BEGIN Material for this exercise

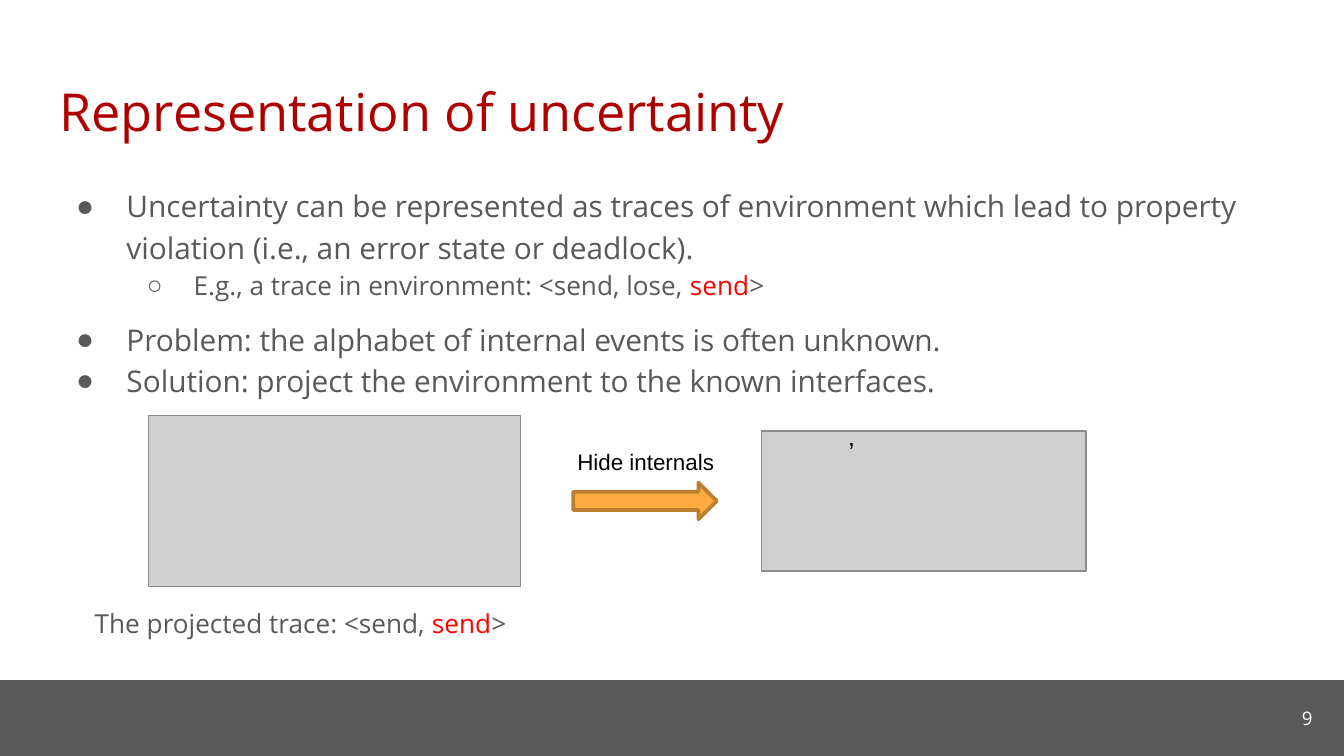
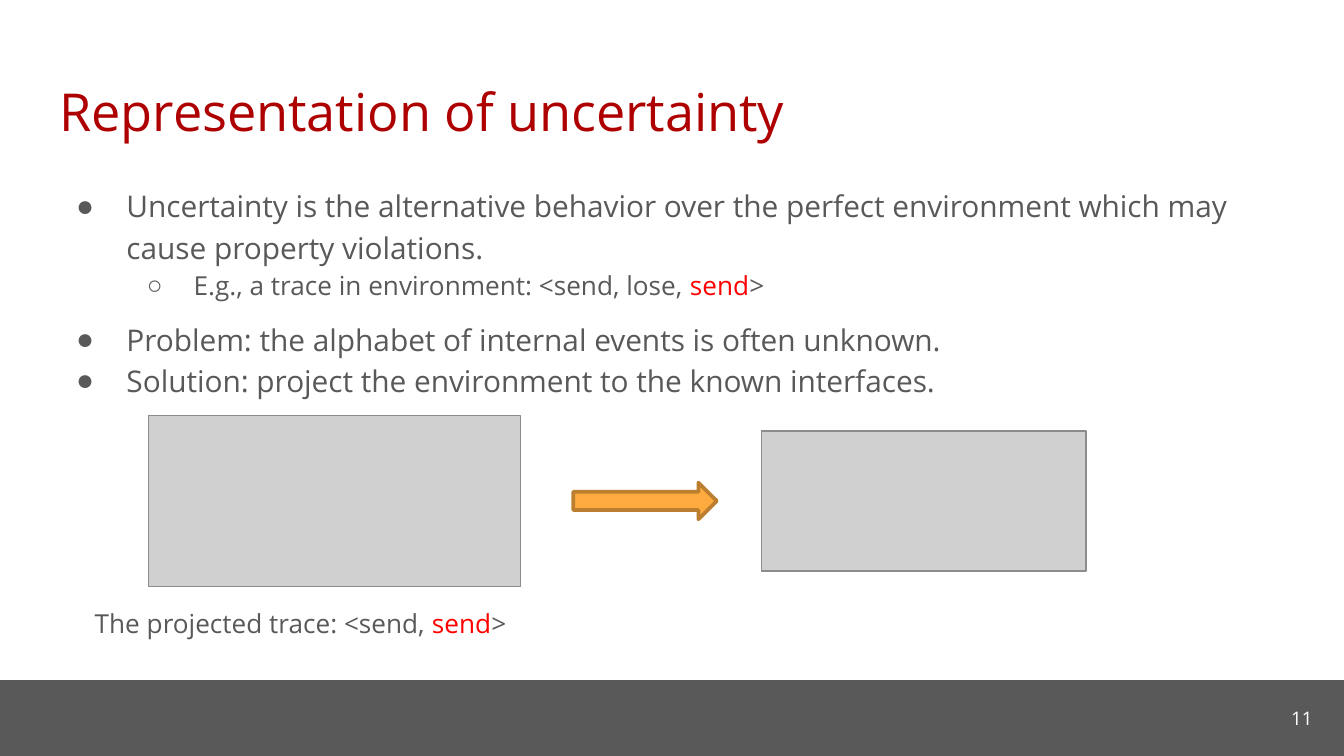
Before and after one commit to cmu-soda/Robustness, a slide deck: slide 11 of Robustness.pptx (slide 9 before the commit). Drawn at 1344x756 pixels with LibreOffice and Linux fonts; fonts in the diff are those of the drawing; grey boxes stand for pictures; background and template pictures are left out. Boxes give left, top, right and bottom in pixels: in the first picture for what was removed or moved away, otherwise in the second. Text is boxed around its words. In the diff, an @@ line names an element or a change of style, - is before the commit and + after.

```diff
--- a/Robustness.pptx
+++ b/Robustness.pptx
@@ text at (126, 194, 1227, 266): text changed @@
-● Uncertainty can be represented as traces of environment which lead to property violation (i.e., an error state or deadlock).
+● Uncertainty is the alternative behavior over the perfect environment which may cause property violations.
@@ text removed at (836, 429, 868, 474) @@
-’
@@ text removed at (577, 453, 714, 471) @@
-Hide internals
@@ page number at (1291, 711, 1312, 725): text changed @@
-9
+11
```
Also in this commit, not shown: 5 other slides changed, 3 slides added.

END Material for this exercise

**Work request**: An exact copy of every record above is required, with all pictures omitted.

**Written solution**:
Before and after one commit to cmu-soda/Robustness, a slide deck: slide 11 of Robustness.pptx (slide 9 before the commit). Drawn at 1344x756 pixels with LibreOffice and Linux fonts; fonts in the diff are those of the drawing; grey boxes stand for pictures; background and template pictures are left out. Boxes give left, top, right and bottom in pixels: in the first picture for what was removed or moved away, otherwise in the second. Text is boxed around its words. In the diff, an @@ line names an element or a change of style, - is before the commit and + after.

```diff
--- a/Robustness.pptx
+++ b/Robustness.pptx
@@ text at (126, 194, 1227, 266): text changed @@
-● Uncertainty can be represented as traces of environment which lead to property violation (i.e., an error state or deadlock).
+● Uncertainty is the alternative behavior over the perfect environment which may cause property violations.
@@ text removed at (836, 429, 868, 474) @@
-’
@@ text removed at (577, 453, 714, 471) @@
-Hide internals
@@ page number at (1291, 711, 1312, 725): text changed @@
-9
+11
```
Also in this commit, not shown: 5 other slides changed, 3 slides added.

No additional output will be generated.